> Activity: The answer must consist of every line from the data that holds the string "part".

> Excerpted records:

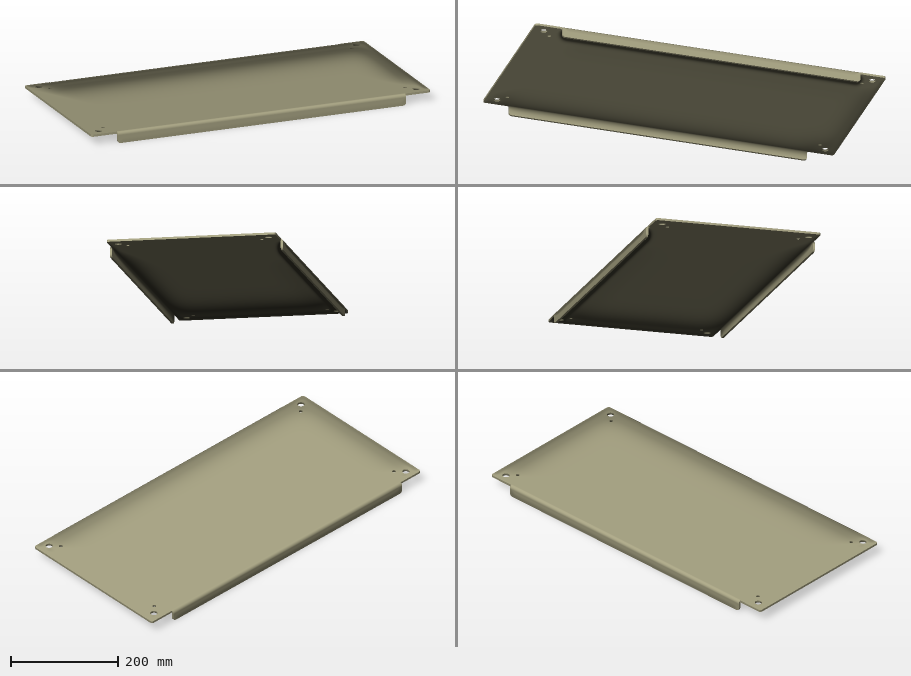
import cadquery as cq

length = 686.0
width = 328.5
height = 22.0
thickness = 4.0

plate_width = 321.0
plate_corner_radius = 5.0

flange_length = 583.0
bend_outer_radius = 6.0
bend_inner_radius = bend_outer_radius - thickness
flange_corner_radius = 6.0

mount_diameter = 13.0
mount_spacing = (285.0, 642.0)
pilot_diameter = 7.0
pilot_spacing = (254.5, 611.0)


def make_plate():
    """Flat sheet with rounded corners and its underside on Z = 0."""
    sheet = cq.Workplane("XY").rect(plate_width, length).extrude(thickness)
    return sheet.edges("|Z").fillet(plate_corner_radius)


def make_bent_block(block_width, bottom, top, bend_radius):
    """Solid block along Y with its two upper long edges rounded."""
    block = cq.Workplane("XY").workplane(offset=bottom)
    block = block.rect(block_width, flange_length).extrude(top - bottom)
    return block.edges("|Y and >Z").fillet(bend_radius)


def make_channel():
    """Downturned flanges joined by a web level with the plate."""
    bottom = thickness - height
    outer = make_bent_block(width, bottom, thickness, bend_outer_radius)
    inner = make_bent_block(width - 2 * thickness, bottom, 0, bend_inner_radius)
    return outer.cut(inner).edges("|X and <Z").fillet(flange_corner_radius)


def make_holes(spacing, diameter):
    """Cutters for a rectangular pattern of four through holes."""
    return (
        cq.Workplane("XY")
        .rect(*spacing, forConstruction=True)
        .vertices()
        .circle(diameter / 2)
        .extrude(thickness)
    )


web_opening = (
    cq.Workplane("XY")
    .rect(width, flange_length)
    .extrude(thickness)
)
part = make_plate().cut(web_opening).union(make_channel())
part = part.cut(make_holes(mount_spacing, mount_diameter))
result = part.cut(make_holes(pilot_spacing, pilot_diameter))

> Result for this task:
part = make_plate().cut(web_opening).union(make_channel())
part = part.cut(make_holes(mount_spacing, mount_diameter))
result = part.cut(make_holes(pilot_spacing, pilot_diameter))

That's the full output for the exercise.